# took grand champion for 1st time!!!



## luvmyqh (Dec 10, 2009)

and this was only our 2nd show ever!!!! did soooo perfect in halter...but rideing was interesting.....no comment!!! lol


----------



## ilovestitch (Dec 22, 2006)

Congrats! Love the purple!


----------



## highstakesasset (Jan 5, 2010)

Your show was awesome!! Very well done and organized!!! I had a ton of fun and the horses did too!! Thanks soooo much!!

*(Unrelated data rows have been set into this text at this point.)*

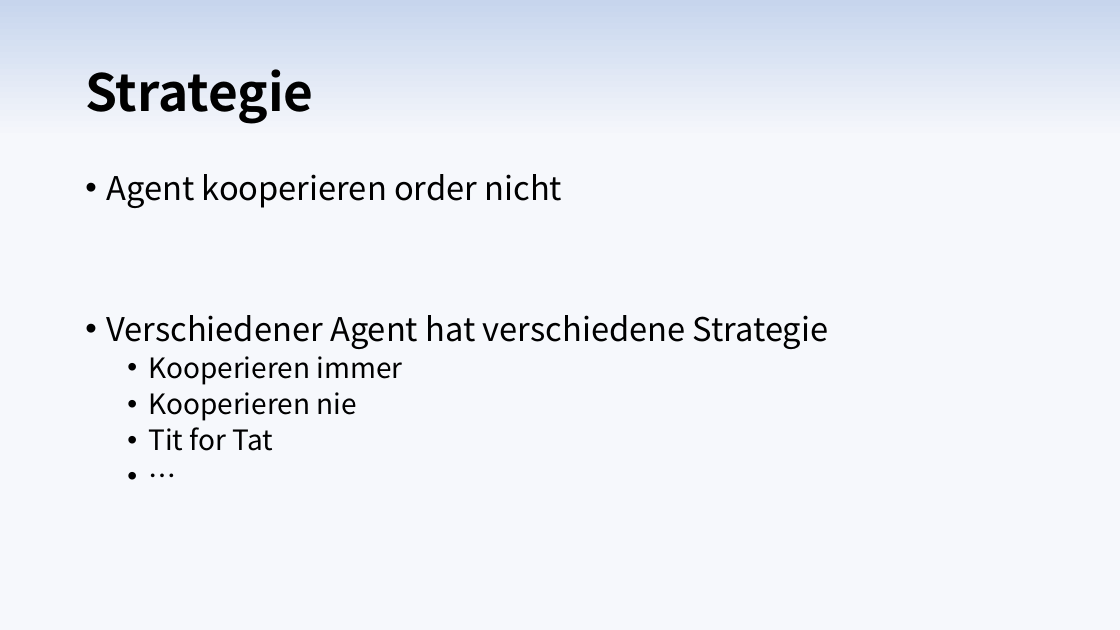
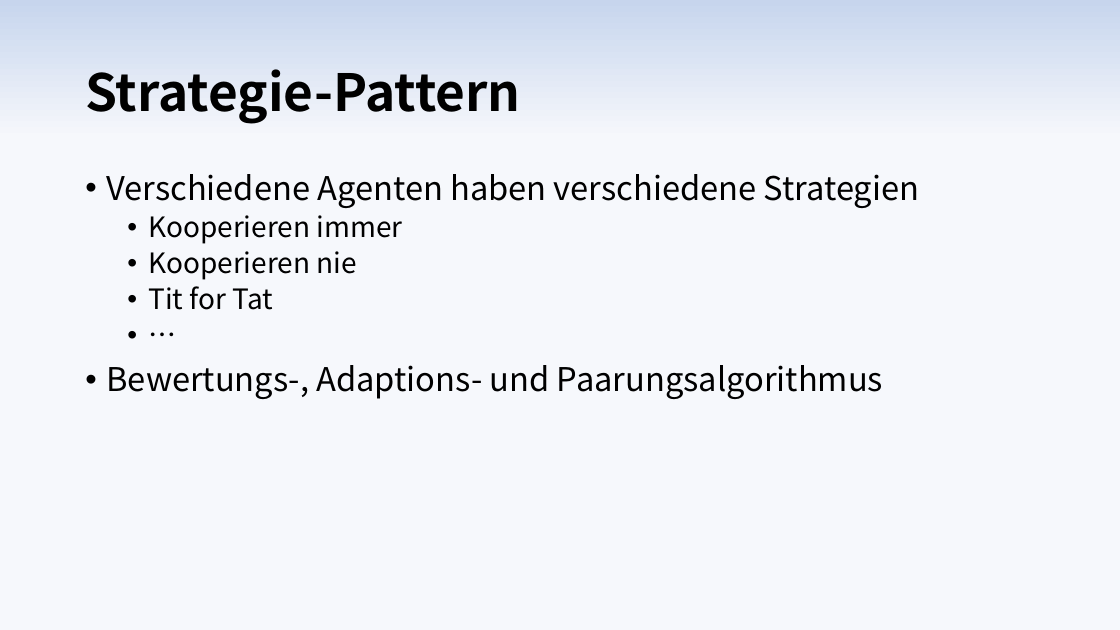
Before and after one commit to max-97/pse, a slide deck: slide 12 of Entwurf/Diagramme/Präsentation/Entwurfspraesentation.pptx (slide 11 before the commit). Drawn at 1120x630 pixels with LibreOffice and Linux fonts; fonts in the diff are those of the drawing. Boxes give left, top, right and bottom in pixels: in the first picture for what was removed or moved away, otherwise in the second. Text is boxed around its words. In the diff, an @@ line names an element or a change of style, - is before the commit and + after.

```diff
--- a/Entwurf/Diagramme/Präsentation/Entwurfspraesentation.pptx
+++ b/Entwurf/Diagramme/Präsentation/Entwurfspraesentation.pptx
@@ title at (85, 69, 520, 124): text changed @@
-Strategie
+Strategie-Pattern
@@ text at (106, 174, 919, 208): text changed @@
-• Agent kooperieren order nicht
-• Verschiedener Agent hat verschiedene Strategie
+• Verschiedene Agenten haben verschiedene Strategien
@@ text at (106, 365, 883, 399): paragraph added @@
+• Bewertungs-, Adaptions- und Paarungsalgorithmus
```
Also in this commit, not shown: 7 other slides changed, 5 slides added, 3 slides removed, 6 other files.

You really have one awesome horse!!! Congrats on your Grand in Halter!


----------



## luvmyqh (Dec 10, 2009)

thanks good to have you there...im glad it went the way it did...and no one got hurt!! but it will be bigger next show.....beacuse i know of 2 more for shure and with the nice weather...i hope we will have enuff help!!! lol!!!!


----------



## HorseSavvy (Mar 15, 2009)

I wish I could've come! Hopefully, I'll be able to come next time. Glad it was a success!


----------



## upnover (Jan 17, 2008)

congrats!! he's a cutie!


----------



## luvmyqh (Dec 10, 2009)

thanks!!!!


----------



## HorseLuva97 (Jan 29, 2009)

congrats! love the purple halter


----------